Primary heartbeat [4416]: info: link primary.mydomain.com: eth1 up.

These are all well understood, not to mention. We may see that the backup server is dead, because we haven't started heartbeat on the backup server. After the heartbeat on the backup server is started, let's look at the log on the primary server. We can see that it has detected the backup server. If not, check whether the network is accessible and whether a firewall exists.

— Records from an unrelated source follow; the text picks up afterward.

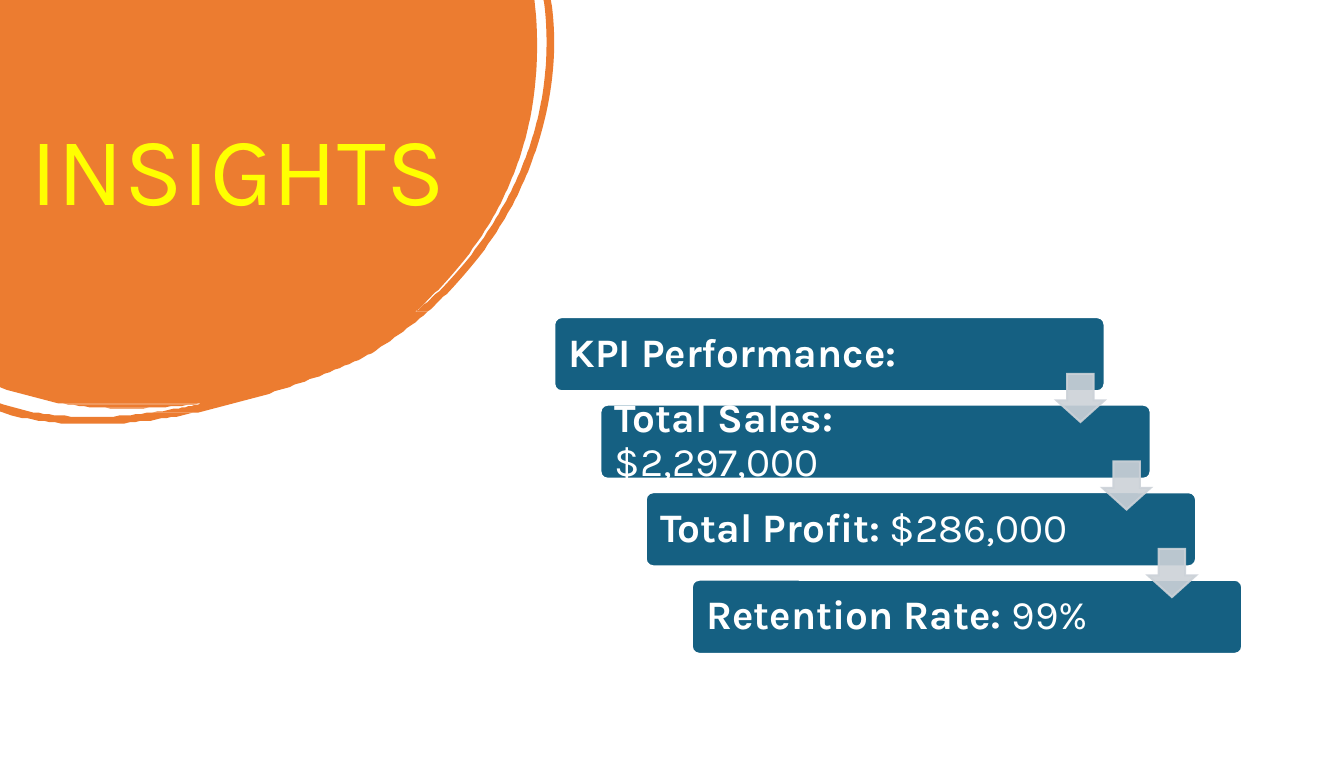
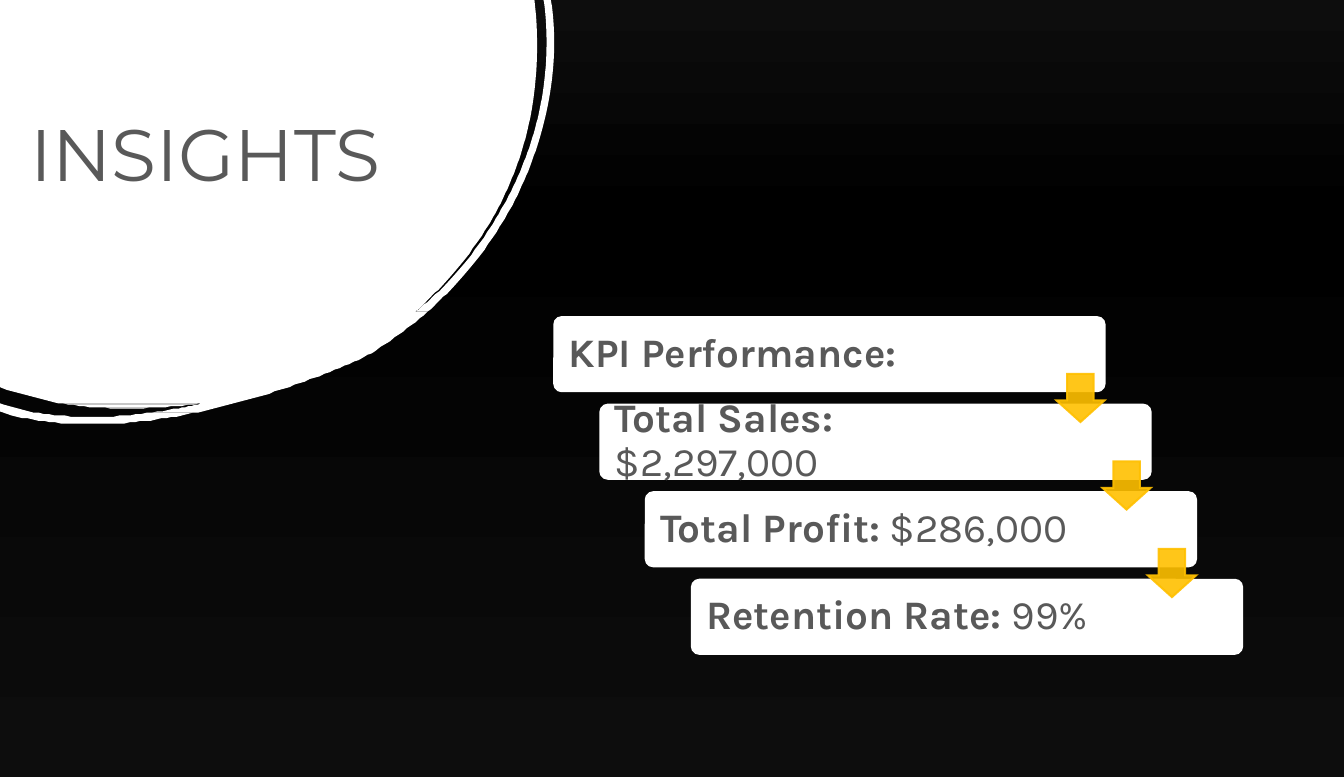
Before and after one commit to jasnoorvirk26/SuperstoreSalesAnalysis, a slide deck: slide 9 of Superstore-Analysis-Presentation.pptx. Drawn at 1344x777 pixels with LibreOffice and Linux fonts; fonts in the diff are those of the drawing. Boxes give left, top, right and bottom in pixels: in the first picture for what was removed or moved away, otherwise in the second. Text is boxed around its words. In the diff, an @@ line names an element or a change of style, - is before the commit and + after.

```diff
--- a/Superstore-Analysis-Presentation.pptx
+++ b/Superstore-Analysis-Presentation.pptx
@@ background #FFFFFF to gradient #0D0D0D to #000000 @@
@@ freeform shape at box(0, 0, 555, 424): fill #EC7C30 to #FFFFFF @@
@@ text "INSIGHTS" at box(30, 129, 379, 182): size 72 to 54 pt, font Karla to Montserrat, text colour #FFFF00 to #595959 @@
@@ fill #CCD2D8 at 90% opacity to #FFC000 at 90% opacity; outline #CCD2D8 1.5 pt to #FFC000 1.5 pt in 3 elements at box(1056, 374, 1105, 423), box(1103, 462, 1152, 510), box(1148, 549, 1196, 598) @@
@@ fill #156082 to #FFFFFF in 4 elements at box(555, 318, 1105, 392), box(601, 405, 1151, 479), box(646, 493, 1196, 567), box(692, 580, 1242, 654) @@
@@ text colour #FFFFFF to #595959 in 4 elements at box(569, 339, 896, 368), box(615, 396, 833, 487), box(660, 513, 1067, 547), box(706, 600, 1088, 630) @@
```
Also in this commit, not shown: 14 other slides changed.

24. There is something interesting in the log information. You need to explain it and check this line:

Primary heartbeat [4411]: info: Heartbeat generation: 1

Here, heartbeat generation. When heartbeat is started once, this generation will add 1. Why? It is very easy to avoid the "partition cluster and stonith" situation. For example, if all the heartbeat lines connecting the two servers fail, the backup server considers the primary server to be down, and the server begins to seize resources, if he receives another heartbeat packet from the primary server, he will check the generation of the heartbeat to see if 1 has been added. If yes, it indicates that the heartbeat of the primary server has indeed been restarted. If the generation is not added, it is clear that this is a situation of stonith. At this time, the backup server will immediately restart itself to avoid conflicts.

 

25. Now you can test failover. Shut down the heartbeat service on the primary server, unplug the network cable, or restart the primary server. view the backup server logs and you can see that the backup server detects and takes over the test resource. Then, restore the primary server, you can see that the backup server detects and releases resources.

26. This chapter is just the simplest failover configuration. heartbeat can monitor resources and perform more fine-grained monitoring. It will be explained later.